Has the Big Bang something to do with antimatter? Yes, but there’s a deep mystery in it, a mystery not yet solved. There’s a CERN video explaining the Big Bang in the guise of a mystery novel: the famous Bang should have produced as much antimatter as matter, yet we find no trace of that original antimatter. Where has it gone? What happened to it? They imagined a cosmic agency investigating about this disappearance, but all the leads turned short. The moon isn’t made of antimatter (a chance for poor Armstrong!), nor the other planets, nor the Sun, nor galaxies far far away…

Rolf Landua also talked about the positive uses of antimatter, to remind us that science isn’t only a way to design more and more powerful bombs. From what he said, antimatter offers promising ways to cure cancer, to both find tumors and destroy them with less side effects than gamma-rays. Of course, that’s expensive, too.

I’m sure all this will not convince the ones who believed the “CERN-Illuminati conspiration theory.” That will be easy to dismiss as “CERN propaganda,” even if Rolf Landua admits himself that he liked the book “very much.” But for all of us who don’t, who still marvel at the wonders of science and mysteries of universe, that was really illuminating.

One last note: one of my students asked what they actually did with the antiparticles after they were studied and measured.

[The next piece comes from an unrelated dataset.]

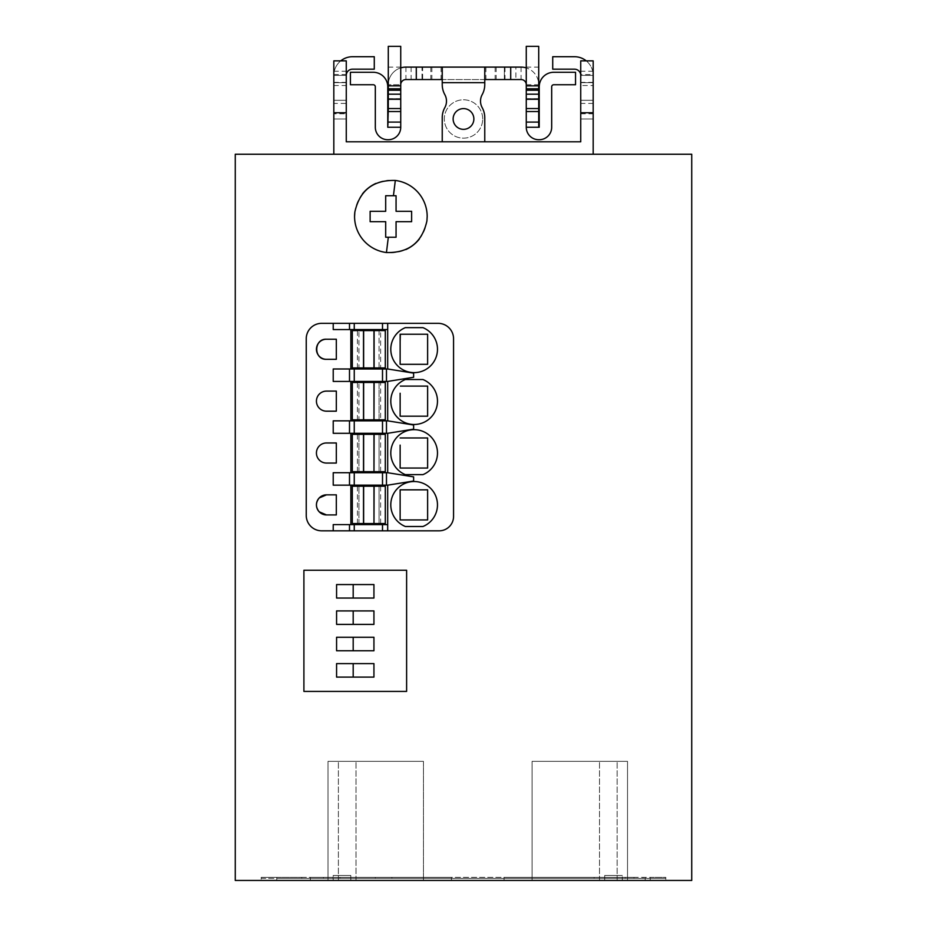<?xml version="1.0" encoding="UTF-8"?>
<svg xmlns="http://www.w3.org/2000/svg" width="927" height="927" viewBox="0 0 927 927"><rect width="100%" height="100%" fill="white"/><g stroke="black" fill="none" stroke-linecap="round" stroke-linejoin="round"><path stroke-width="0.7" stroke-dasharray="4.63 3.48" d="M396.061 195.736L396.061 211.298L411.623 211.298M385.69 195.736L385.69 211.298L370.128 211.298M385.69 237.242L385.69 221.68L370.128 221.68M396.061 237.242L396.061 221.68L411.623 221.68M354.566 216.489A36.315 36.315 0 0 0 405.841 249.572M419.34 239.027A36.315 36.315 0 0 0 375.91 183.407M362.411 193.952A36.315 36.315 0 0 0 354.844 212.063M321.669 530.823L439.189 530.823A14.38 14.38 0 0 0 453.558 516.443L453.558 338.737A15.4 15.4 0 0 0 438.158 323.338L321.669 323.338A15.423 15.423 0 0 0 306.246 338.749L306.246 515.4A15.423 15.423 0 0 0 321.669 530.823M691.739 154.241L235.261 154.241L235.261 880.453L691.739 880.453L691.739 154.241M340.754 60.869A18.679 18.679 0 0 0 333.824 75.4L333.824 154.241L593.176 154.241L593.176 75.4L580.731 75.4A6.222 6.222 0 0 0 574.508 69.177A6.222 6.222 0 0 1 580.731 75.4L580.731 141.796L346.269 141.796L346.269 75.4A6.222 6.222 0 0 1 352.492 69.177L374.276 69.177L352.492 69.177A6.222 6.222 0 0 0 346.269 75.4L346.269 103.407L333.824 103.407L333.824 60.869L346.269 60.869L346.269 103.407M333.824 154.241L593.176 154.241M261.194 880.453L276.756 880.453L261.194 880.453L261.194 878.379L276.756 878.379L276.756 880.453L665.806 880.453L276.756 880.453L276.756 877.336L261.194 877.336L261.194 880.453M406.617 691.415L303.905 691.415L303.905 570.244M333.824 113.789L333.824 118.969L333.824 113.789L346.269 113.789M352.492 69.177L374.276 69.177L374.276 56.721L374.276 69.177L374.276 56.721L352.492 56.721A18.679 18.679 0 0 0 333.824 75.4A18.679 18.679 0 0 1 352.492 56.721A18.679 18.679 0 0 0 333.824 75.4L333.824 103.407M574.508 69.177L552.724 69.177L552.724 56.721L552.724 69.177L574.508 69.177L552.724 69.177L552.724 56.721L574.508 56.721A18.679 18.679 0 0 1 593.176 75.4L580.731 75.4L580.731 85.527L593.176 85.527L593.176 75.4A18.679 18.679 0 0 0 574.508 56.721A18.679 18.679 0 0 1 593.176 75.4A18.679 18.679 0 0 0 586.246 60.869M593.176 60.869L593.176 85.527M276.756 877.336L650.244 877.336L650.244 880.453L650.244 878.379L665.806 878.379L665.806 880.453L665.806 877.336L650.244 877.336M650.244 878.379L276.756 878.379M353.187 677.104L353.187 663.616L336.582 663.616L336.582 677.104L373.94 677.104M353.187 650.754L353.187 637.266L336.582 637.266L336.582 650.754L373.94 650.754M353.187 624.392L353.187 610.916L336.582 610.916L336.582 624.392L373.94 624.392M353.187 598.042L353.187 584.566L336.582 584.566L336.582 598.042L373.94 598.042M413.616 481.02L387.683 485.169L387.683 530.823M333.222 472.724L350.858 472.724L350.858 433.303L333.222 433.303M333.222 420.846L350.858 420.846L350.858 381.426L333.222 381.426M333.222 368.981L350.858 368.981L350.858 329.56L333.222 329.56M333.222 524.601L387.683 524.601M387.683 485.169L350.858 485.169L350.858 524.601M350.858 485.169L333.222 485.169M387.683 323.338L387.683 368.981L413.616 373.129M413.616 377.277L387.683 381.426L387.683 420.846L413.616 425.006M413.616 429.155L387.683 433.303L350.858 433.303M413.616 476.872L387.683 472.724L387.683 433.303M333.824 100.301L346.269 100.301L333.824 100.301M333.824 118.969L346.269 118.969L333.824 118.969M333.824 112.746L346.269 112.746L333.824 112.746M333.824 82.665L346.269 82.665L333.824 82.665M333.824 75.4L346.269 75.4L333.824 75.4M593.176 71.252L580.731 71.252L580.731 60.869M580.731 71.252L580.731 74.577L593.176 74.577M593.176 82.352L580.731 82.352L580.731 74.577M580.731 82.352L580.731 85.527M593.176 82.665L580.731 82.665L593.176 82.665M593.176 103.407L580.731 103.407M593.176 112.746L580.731 112.746L593.176 112.746M593.176 118.969L580.731 118.969L593.176 118.969M593.176 100.301L580.731 100.301L593.176 100.301M261.194 878.379L645.157 878.379L504.068 878.379L504.068 880.65L645.157 880.65L645.157 878.379L504.068 878.379L504.068 880.65L645.157 880.65L645.157 878.379L643.048 878.379L665.806 878.379M451.461 880.453L451.461 877.336L451.461 880.65L451.461 878.379L310.371 878.379L451.461 878.379L451.461 880.65L310.371 880.65L310.371 878.379L310.371 880.65L451.461 880.65L310.371 880.65L310.371 877.336L451.461 877.336L310.371 877.336L310.371 880.453M301.785 878.379L301.785 877.336L261.194 877.336M594.126 878.379L594.126 877.336L633.975 877.336L504.068 877.336L665.806 877.336M301.785 877.336L594.126 877.336M391.912 877.336L375.319 877.336L391.912 877.336L391.912 878.379L375.319 878.379L391.912 878.379M340.047 877.336L323.442 877.336L340.047 877.336L340.047 878.379L323.442 878.379L340.047 878.379M643.048 877.336L643.048 878.379M358.946 486.212L379.073 486.212L379.073 523.558L379.073 486.212L385.296 486.212L385.296 523.558L358.946 523.558L358.946 486.212L358.946 523.558L352.306 523.558L352.306 486.212L358.946 486.212M350.858 472.724L387.683 472.724M350.858 420.846L387.683 420.846M387.683 381.426L350.858 381.426M350.858 368.981L387.683 368.981M387.683 329.56L350.858 329.56M326.478 514.925L336.327 514.925L336.327 494.844L326.478 494.844M326.478 442.967A10.046 10.046 0 0 0 316.431 453.013A10.046 10.046 0 0 0 326.478 463.06L336.327 463.06L336.327 442.967L326.478 442.967M326.478 391.101A10.046 10.046 0 0 0 316.431 401.136A10.046 10.046 0 0 0 326.478 411.182L336.327 411.182L336.327 391.101L326.478 391.101M326.478 359.317L336.327 359.317L336.327 339.224L326.478 339.224M405.342 379.525L422.944 379.525A23.337 23.337 0 0 1 434.624 412.33A23.337 23.337 0 0 1 390.835 399.815A23.337 23.337 0 0 1 405.342 379.525M405.342 526.501L422.944 526.501A23.337 23.337 0 0 0 425.331 484.404A23.337 23.337 0 0 0 393.651 493.697A23.337 23.337 0 0 0 405.342 526.501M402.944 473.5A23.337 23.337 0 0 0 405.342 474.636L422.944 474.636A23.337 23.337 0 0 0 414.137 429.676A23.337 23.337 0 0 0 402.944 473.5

They usually don’t stock them, said Rolf Landua. That would be costly and useless. But they once kept an antiproton for 57 days, such a long time that they nicknamed it “Kurt.” Then Christmas came and the scientists returned to their homes scattered on the planet. They turned the machines off, and Kurt died, poor little guy. That’s a nice little anti-Christmas tale.

All of you teachers and homeschooling parents can also check the “Antimatter Teaching Module” on CERN Education.